[Items from a data source]
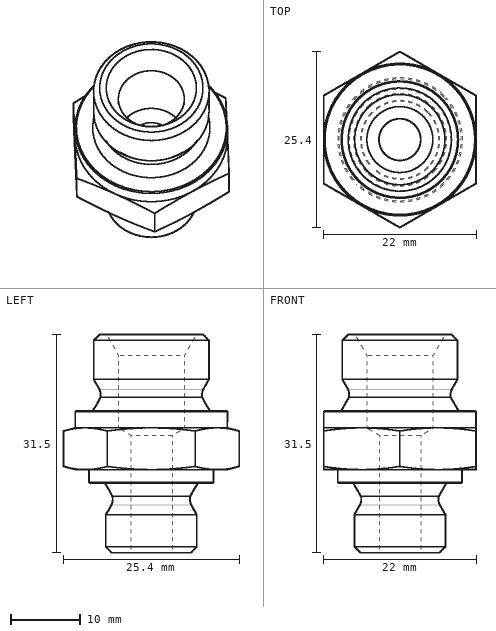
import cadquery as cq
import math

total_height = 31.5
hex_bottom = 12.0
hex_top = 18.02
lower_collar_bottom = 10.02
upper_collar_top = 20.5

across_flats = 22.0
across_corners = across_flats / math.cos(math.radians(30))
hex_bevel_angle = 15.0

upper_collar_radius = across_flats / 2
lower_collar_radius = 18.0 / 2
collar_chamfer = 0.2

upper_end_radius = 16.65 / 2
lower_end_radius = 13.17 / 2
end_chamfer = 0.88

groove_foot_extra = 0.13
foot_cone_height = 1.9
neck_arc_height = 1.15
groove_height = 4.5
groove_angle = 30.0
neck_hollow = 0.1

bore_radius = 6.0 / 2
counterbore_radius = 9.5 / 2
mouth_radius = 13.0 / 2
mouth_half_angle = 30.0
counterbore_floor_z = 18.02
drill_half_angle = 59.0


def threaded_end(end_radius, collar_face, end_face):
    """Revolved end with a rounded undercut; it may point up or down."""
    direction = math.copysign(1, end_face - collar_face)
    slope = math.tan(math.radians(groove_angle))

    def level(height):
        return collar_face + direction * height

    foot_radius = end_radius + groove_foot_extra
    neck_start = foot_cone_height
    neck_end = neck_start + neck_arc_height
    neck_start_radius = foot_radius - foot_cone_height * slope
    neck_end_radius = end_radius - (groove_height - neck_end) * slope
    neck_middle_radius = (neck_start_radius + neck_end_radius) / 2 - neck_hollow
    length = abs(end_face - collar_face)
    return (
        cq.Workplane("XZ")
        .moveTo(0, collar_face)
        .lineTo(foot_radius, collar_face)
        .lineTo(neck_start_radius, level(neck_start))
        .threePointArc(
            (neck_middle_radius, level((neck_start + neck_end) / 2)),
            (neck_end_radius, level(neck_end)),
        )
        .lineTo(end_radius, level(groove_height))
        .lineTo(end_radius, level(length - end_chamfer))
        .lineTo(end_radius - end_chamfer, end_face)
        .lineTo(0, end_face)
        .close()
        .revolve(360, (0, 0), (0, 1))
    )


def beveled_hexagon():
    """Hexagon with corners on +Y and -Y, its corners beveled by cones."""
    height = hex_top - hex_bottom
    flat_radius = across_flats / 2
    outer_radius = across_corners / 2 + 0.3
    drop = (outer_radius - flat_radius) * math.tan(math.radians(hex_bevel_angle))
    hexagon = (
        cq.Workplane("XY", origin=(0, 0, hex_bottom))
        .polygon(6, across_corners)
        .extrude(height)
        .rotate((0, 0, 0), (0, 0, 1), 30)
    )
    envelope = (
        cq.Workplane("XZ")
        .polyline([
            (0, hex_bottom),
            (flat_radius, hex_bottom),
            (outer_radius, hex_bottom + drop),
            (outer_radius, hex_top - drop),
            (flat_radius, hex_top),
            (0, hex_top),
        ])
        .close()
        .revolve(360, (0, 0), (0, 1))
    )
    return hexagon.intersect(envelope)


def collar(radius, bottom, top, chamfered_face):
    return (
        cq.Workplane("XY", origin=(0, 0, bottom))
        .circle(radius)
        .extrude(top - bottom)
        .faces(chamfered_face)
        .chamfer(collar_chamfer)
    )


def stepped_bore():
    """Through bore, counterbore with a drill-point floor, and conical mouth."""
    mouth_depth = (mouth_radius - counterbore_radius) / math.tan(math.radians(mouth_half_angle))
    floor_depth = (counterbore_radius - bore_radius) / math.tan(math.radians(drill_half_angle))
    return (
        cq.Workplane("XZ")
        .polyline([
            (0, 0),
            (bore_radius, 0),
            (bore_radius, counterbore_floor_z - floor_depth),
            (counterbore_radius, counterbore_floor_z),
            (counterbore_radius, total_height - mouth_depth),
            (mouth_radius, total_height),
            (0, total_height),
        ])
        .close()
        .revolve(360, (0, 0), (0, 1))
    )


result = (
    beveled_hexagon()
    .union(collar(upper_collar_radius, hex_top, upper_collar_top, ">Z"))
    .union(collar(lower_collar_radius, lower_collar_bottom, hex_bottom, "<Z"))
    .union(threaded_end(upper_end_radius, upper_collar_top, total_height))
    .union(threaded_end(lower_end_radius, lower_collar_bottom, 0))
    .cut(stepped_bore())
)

Task to carry out — Keep every word of the records and none of the pictures when you print them again.

Finished exercise —
import cadquery as cq
import math

total_height = 31.5
hex_bottom = 12.0
hex_top = 18.02
lower_collar_bottom = 10.02
upper_collar_top = 20.5

across_flats = 22.0
across_corners = across_flats / math.cos(math.radians(30))
hex_bevel_angle = 15.0

upper_collar_radius = across_flats / 2
lower_collar_radius = 18.0 / 2
collar_chamfer = 0.2

upper_end_radius = 16.65 / 2
lower_end_radius = 13.17 / 2
end_chamfer = 0.88

groove_foot_extra = 0.13
foot_cone_height = 1.9
neck_arc_height = 1.15
groove_height = 4.5
groove_angle = 30.0
neck_hollow = 0.1

bore_radius = 6.0 / 2
counterbore_radius = 9.5 / 2
mouth_radius = 13.0 / 2
mouth_half_angle = 30.0
counterbore_floor_z = 18.02
drill_half_angle = 59.0


def threaded_end(end_radius, collar_face, end_face):
    """Revolved end with a rounded undercut; it may point up or down."""
    direction = math.copysign(1, end_face - collar_face)
    slope = math.tan(math.radians(groove_angle))

    def level(height):
        return collar_face + direction * height

    foot_radius = end_radius + groove_foot_extra
    neck_start = foot_cone_height
    neck_end = neck_start + neck_arc_height
    neck_start_radius = foot_radius - foot_cone_height * slope
    neck_end_radius = end_radius - (groove_height - neck_end) * slope
    neck_middle_radius = (neck_start_radius + neck_end_radius) / 2 - neck_hollow
    length = abs(end_face - collar_face)
    return (
        cq.Workplane("XZ")
        .moveTo(0, collar_face)
        .lineTo(foot_radius, collar_face)
        .lineTo(neck_start_radius, level(neck_start))
        .threePointArc(
            (neck_middle_radius, level((neck_start + neck_end) / 2)),
            (neck_end_radius, level(neck_end)),
        )
        .lineTo(end_radius, level(groove_height))
        .lineTo(end_radius, level(length - end_chamfer))
        .lineTo(end_radius - end_chamfer, end_face)
        .lineTo(0, end_face)
        .close()
        .revolve(360, (0, 0), (0, 1))
    )


def beveled_hexagon():
    """Hexagon with corners on +Y and -Y, its corners beveled by cones."""
    height = hex_top - hex_bottom
    flat_radius = across_flats / 2
    outer_radius = across_corners / 2 + 0.3
    drop = (outer_radius - flat_radius) * math.tan(math.radians(hex_bevel_angle))
    hexagon = (
        cq.Workplane("XY", origin=(0, 0, hex_bottom))
        .polygon(6, across_corners)
        .extrude(height)
        .rotate((0, 0, 0), (0, 0, 1), 30)
    )
    envelope = (
        cq.Workplane("XZ")
        .polyline([
            (0, hex_bottom),
            (flat_radius, hex_bottom),
            (outer_radius, hex_bottom + drop),
            (outer_radius, hex_top - drop),
            (flat_radius, hex_top),
            (0, hex_top),
        ])
        .close()
        .revolve(360, (0, 0), (0, 1))
    )
    return hexagon.intersect(envelope)


def collar(radius, bottom, top, chamfered_face):
    return (
        cq.Workplane("XY", origin=(0, 0, bottom))
        .circle(radius)
        .extrude(top - bottom)
        .faces(chamfered_face)
        .chamfer(collar_chamfer)
    )


def stepped_bore():
    """Through bore, counterbore with a drill-point floor, and conical mouth."""
    mouth_depth = (mouth_radius - counterbore_radius) / math.tan(math.radians(mouth_half_angle))
    floor_depth = (counterbore_radius - bore_radius) / math.tan(math.radians(drill_half_angle))
    return (
        cq.Workplane("XZ")
        .polyline([
            (0, 0),
            (bore_radius, 0),
            (bore_radius, counterbore_floor_z - floor_depth),
            (counterbore_radius, counterbore_floor_z),
            (counterbore_radius, total_height - mouth_depth),
            (mouth_radius, total_height),
            (0, total_height),
        ])
        .close()
        .revolve(360, (0, 0), (0, 1))
    )


result = (
    beveled_hexagon()
    .union(collar(upper_collar_radius, hex_top, upper_collar_top, ">Z"))
    .union(collar(lower_collar_radius, lower_collar_bottom, hex_bottom, "<Z"))
    .union(threaded_end(upper_end_radius, upper_collar_top, total_height))
    .union(threaded_end(lower_end_radius, lower_collar_bottom, 0))
    .cut(stepped_bore())
)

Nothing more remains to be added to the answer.